I have written before about the superior performance of concentrated funds, but it is possible to take it too far. If a manager invests an overly large proportion of his portfolio in one particular company it could leave investors exposed to a significant level of stock specific risk that could dominate the returns.

In my article ‘The funds that won’t diworsify your investment’ I looked at the evidence in favour of managers having a high conviction in their holdings. The data is pretty compelling, although it relies on them keeping a sensible balance.

This is much more likely to be the case with unit trusts and OEICs, which are not allowed to hold more than 10% of their total value in the shares of any one company unless they are an index tracker in which case it can be as much as 20%.

A maximum of four stocks can be held up to the 10% limit, with any other individual shareholdings capped at 5%. In theory this means that an open-ended fund could invest in as little as 16 stocks, although it wouldn’t be feasible in practice.

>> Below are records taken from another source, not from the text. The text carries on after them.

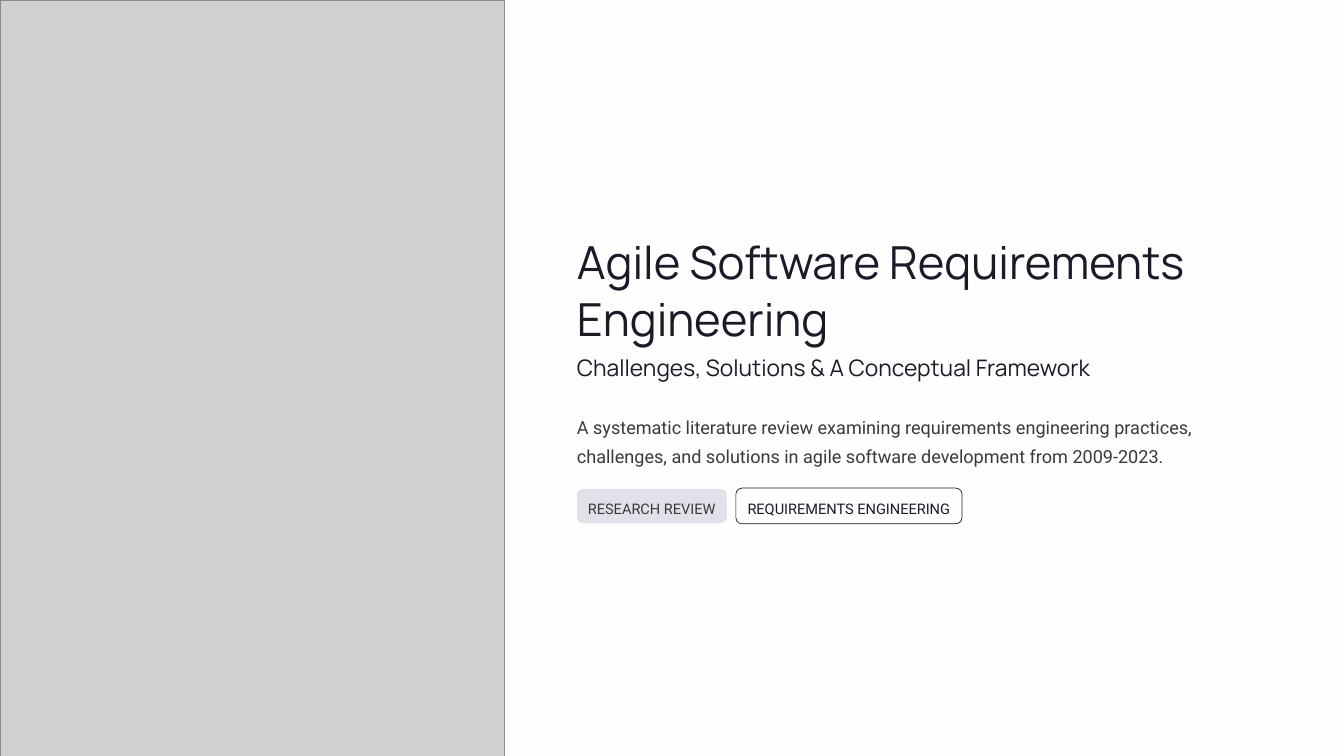
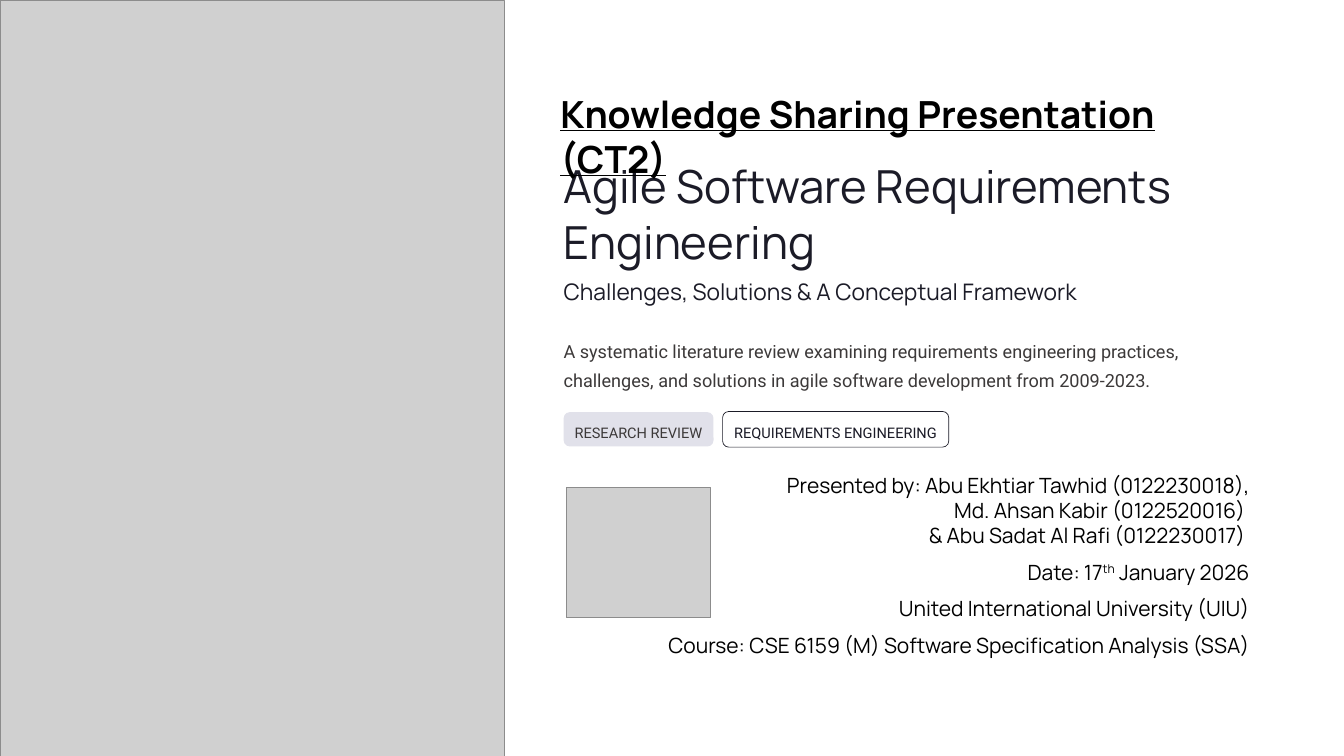
Before and after one commit to shohaghcsesust/MSCSE-SSA, a slide deck: slide 1 of Agile-Software-Requirements-Engineering.pptx. Drawn at 1344x756 pixels with LibreOffice and Linux fonts; fonts in the diff are those of the drawing; grey boxes stand for pictures. Boxes give left, top, right and bottom in pixels: in the first picture for what was removed or moved away, otherwise in the second. Text is boxed around its words. In the diff, an @@ line names an element or a change of style, - is before the commit and + after.

Commit message:
Updated slides for CT2

```diff
--- a/Agile-Software-Requirements-Engineering.pptx
+++ b/Agile-Software-Requirements-Engineering.pptx
@@ rectangle removed at box(0, 0, 1344, 756) @@
@@ rectangle removed at box(0, 0, 1344, 756) @@
@@ text added at box(560, 100, 1154, 183), 32 pt, text #000000, bold, underline @@
+Knowledge Sharing Presentation (CT2)
@@ 5 texts, 2 rounded rectangles: place and size @@
-5 texts, 2 rounded rectangles at box(577, 245, 1191, 523)
+5 texts, 2 rounded rectangles at box(564, 161, 1178, 447)
@@ text added at box(668, 475, 1250, 658), 18 pt, text #000000 @@
+Presented by: Abu Ekhtiar Tawhid (0122230018),
+Md. Ahsan Kabir (0122520016)
+& Abu Sadat Al Rafi (0122230017)
+Date: 17th January 2026
+United International University (UIU)
+Course: CSE 6159 (M) Software Specification Analysis (SSA)
@@ picture added at box(566, 487, 711, 618) @@
```
Also in this commit, not shown: 14 other slides changed, 3 slides added, 1 slide removed.
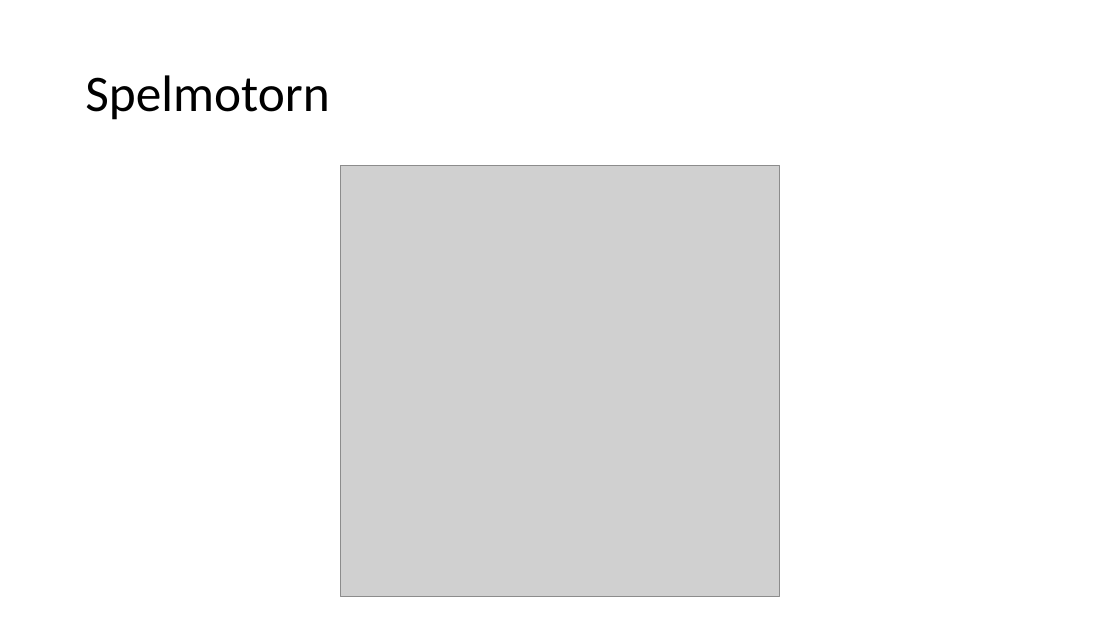
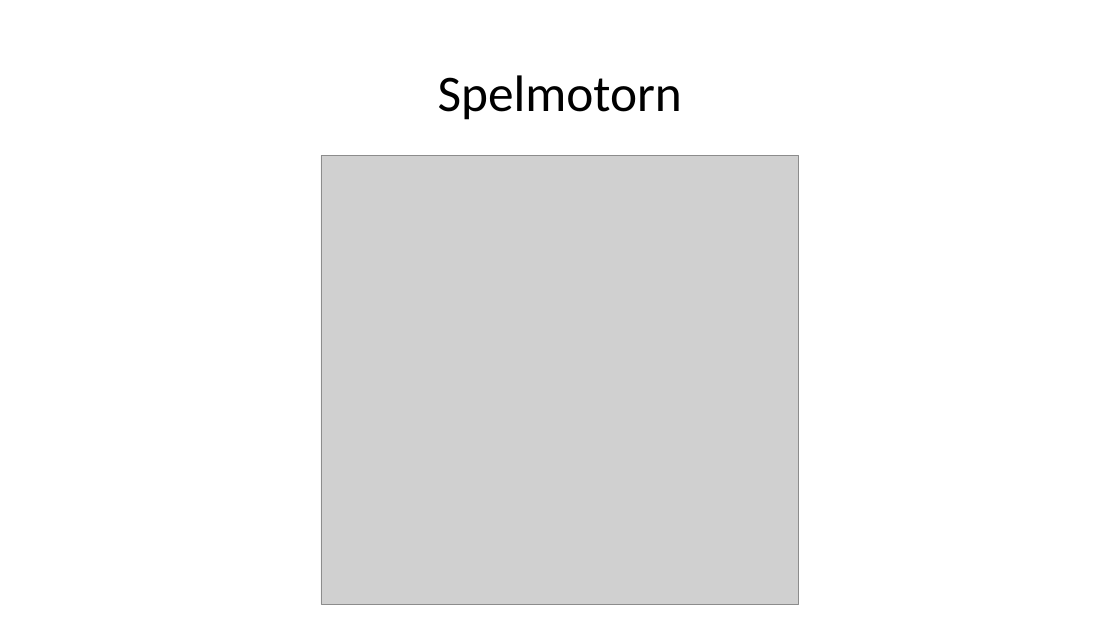
Before and after one commit to PGVSNH20/ludo-game-ludo6, a slide deck: slide 7 of Documentation/Presentation - Koden.pptx. Drawn at 1120x630 pixels with LibreOffice and Linux fonts; fonts in the diff are those of the drawing; grey boxes stand for pictures. Boxes give left, top, right and bottom in pixels: in the first picture for what was removed or moved away, otherwise in the second. Text is boxed around its words. In the diff, an @@ line names an element or a change of style, - is before the commit and + after.

```diff
--- a/Documentation/Presentation - Koden.pptx
+++ b/Documentation/Presentation - Koden.pptx
@@ title "Spelmotorn" at [438,75,682,120]: alignment left to centre @@
@@ picture: place and size @@
-picture at [340,166,781,597]
+picture at [321,155,799,605]
```
Also in this commit, not shown: 1 other slide changed, 2 slides added, 7 other files.

The most concentrated portfolios include: Fundsmith Equity, which normally holds between 20 and 30 stocks; Lindsell Train UK Equity with around 25; and Invesco Perpetual UK Aggressive that comes in at around 30.

There are no such restrictions with investment trusts, with the limits dictated by each individual mandate. This means that some of them can go well beyond the normal 10% allocation.

A good example is the Hansa Trust, a global fund that invests in a portfolio of quoted and unquoted special situations. At the end of August its largest holding was a Brazilian stock called Ocean Wilsons, which accounted for an incredible 28.1% of its assets.

Earlier in the year the fund had £100m of its £288m net asset value invested in the one company, which explains why the directors keep such a close watch on it and meet the management at least once a year, while visiting its facilities every two to three years.

Ocean Wilsons has various shipyards in Brazil where it operates container port and oil service facilities. Over the five years to the end of September the holding added 120p to the increase in the fund’s NAV with the rest of the portfolio contributing a further 206p, yet any such exposure has to be seen a significant risk.

At one stage, Marwyn Value Investors, the specialist UK smaller companies investment trust, had 67% of its portfolio invested in the television production company Entertainment One. The fund has recently announced the sale of its remaining stake and the proceeds of £103m have enabled it to increase the payment due to shareholders in November from £5m to £15m.

Majedie Asset Management and the Lindsell Train investment trust both have significant exposures to their investment management businesses. At the end of August these made up 23% and 29.9% of their assets respectively, which means that the performance will play a major role in determining their overall returns.

Other investment trusts with holdings in excess of 10% of their assets include: BlackRock World Mining, British and American, and Prospect Japan. This shows how important it is to study the details before investing in any of these funds.